If cable CB is subjected to a tension

We can now write our equations of equilibrium. We will choose forces going \rightarrow^+ to be positive and \uparrow+ to be positive.

\sum \text{F}_\text{x}=0

F_{CB}\text{cos}\,(\theta)\,-\,F_{CA}\text{cos}\,(30^0)=0 —————–(eq.1)

\sum \text{F}_\text{y}=0

F_{CB}\text{sin}\,(\theta)\,+\,F_{CA}\text{sin}\,(30^0)\,-\,98.1=0 —————–(eq.2)

 

Note that the question states “cable CB is subjected to a tension that is twice that of cable CA” which we can write mathematically as:

F_{CB}=2F_{CA}

 

Thus, we can replace all F_{CB} values in eq.1 and eq.2 with 2F_{CA}.

 

2F_{CA}\text{cos}\,(\theta)\,-\,F_{CA}\text{cos}\,(30^0)=0 —————–(eq.3)

2F_{CA}\text{sin}\,(\theta)\,+\,F_{CA}\text{sin}\,(30^0)\,-\,98.1=0 —————–(eq.4)

 

We can now solve for θ and F_{CA}.

 

Factor out F_{CA} from eq.3.

F_{CA}(2\text{cos}\,(\theta)\,-\,\text{cos}\,(30^0))=0

(divide both sides of the equation by F_{CA})

2\text{cos}\,(\theta)\,-\,\text{cos}\,(30^0)=0

(isolate for \text{cos}\,(\theta))

\text{cos}\,(\theta)=\frac{\text{cos}\,(30^0)}{2}

(solve for \theta)

\theta\,=\,\text{cos}^{-1}\frac{\text{cos}\,(30^0)}{2}
 
\theta\,=\,64.3^0

 

Substitute the value of \theta we found into eq.4.

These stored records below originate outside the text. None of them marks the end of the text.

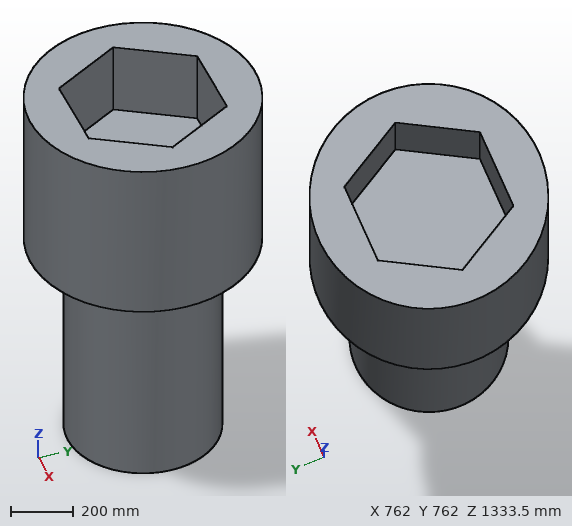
import cadquery as cq
import math

head_diameter = 762.0
shank_diameter = 508.0
total_height = 1333.5
shank_length = 762.0
socket_across_flats = 469.9
socket_depth = 254.0
socket_sides = 6

head_height = total_height - shank_length
socket_across_corners = socket_across_flats / math.cos(math.pi / socket_sides)


def make_shank():
    """Plain cylindrical shank standing on the XY plane."""
    return cq.Workplane("XY").circle(shank_diameter / 2).extrude(shank_length)


def make_head():
    """Cylindrical head on top of the shank."""
    return (
        cq.Workplane("XY")
        .workplane(offset=shank_length)
        .circle(head_diameter / 2)
        .extrude(head_height)
    )


def make_socket():
    """Blind hexagonal socket sunk from the top face, with two corners on the X axis."""
    return (
        cq.Workplane("XY")
        .workplane(offset=total_height)
        .polygon(socket_sides, socket_across_corners)
        .extrude(-socket_depth)
    )


result = make_shank().union(make_head()).cut(make_socket())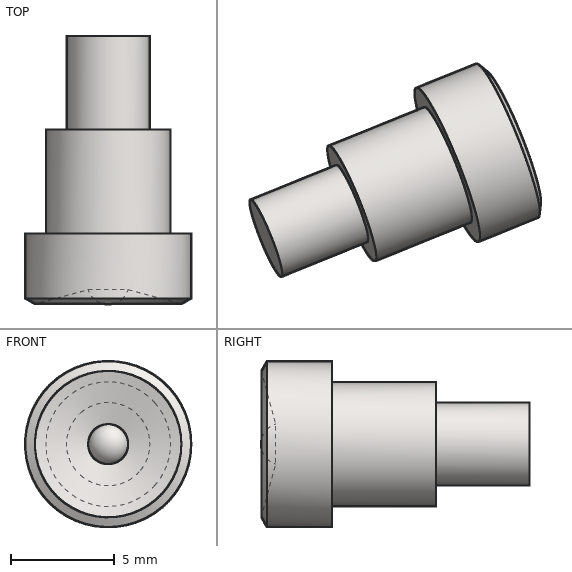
import cadquery as cq

head_radius = 4.002
body_radius = 3.0
tail_radius = 2.0
total_length = 12.93
tail_length = 4.5
body_length = 5.0
head_length = 3.4

bevel_width = 0.48
bevel_depth = 0.27

dish_radius = head_radius - bevel_width
dish_depth = 0.95
nub_radius = 1.01

rim_y = total_length - tail_length - body_length - head_length
shoulder_y = rim_y + head_length
step_y = shoulder_y + body_length

profile = [
    (0, rim_y + dish_depth),
    (dish_radius, rim_y),
    (head_radius, rim_y + bevel_depth),
    (head_radius, shoulder_y),
    (body_radius, shoulder_y),
    (body_radius, step_y),
    (tail_radius, step_y),
    (tail_radius, total_length),
    (0, total_length),
]
pin = cq.Workplane("XY").polyline(profile).close().revolve(360, (0, 0, 0), (0, 1, 0))

nub = cq.Workplane("XY").sphere(nub_radius).translate((0, nub_radius, 0))

result = pin.union(nub)

2F_{CA}\text{sin}\,(64.3^0)\,+\,F_{CA}\text{sin}\,(30^0)\,-\,98.1=0

(solve for F_{CA})

F_{CA}=42.6 N

 

Since,

F_{CB}=2F_{CA}

F_{CB}=2(42.6)=85.2 N

This question can be found in Engineering Mechanics: Statics (SI edition), 13th edition, chapter 3, question 3-11.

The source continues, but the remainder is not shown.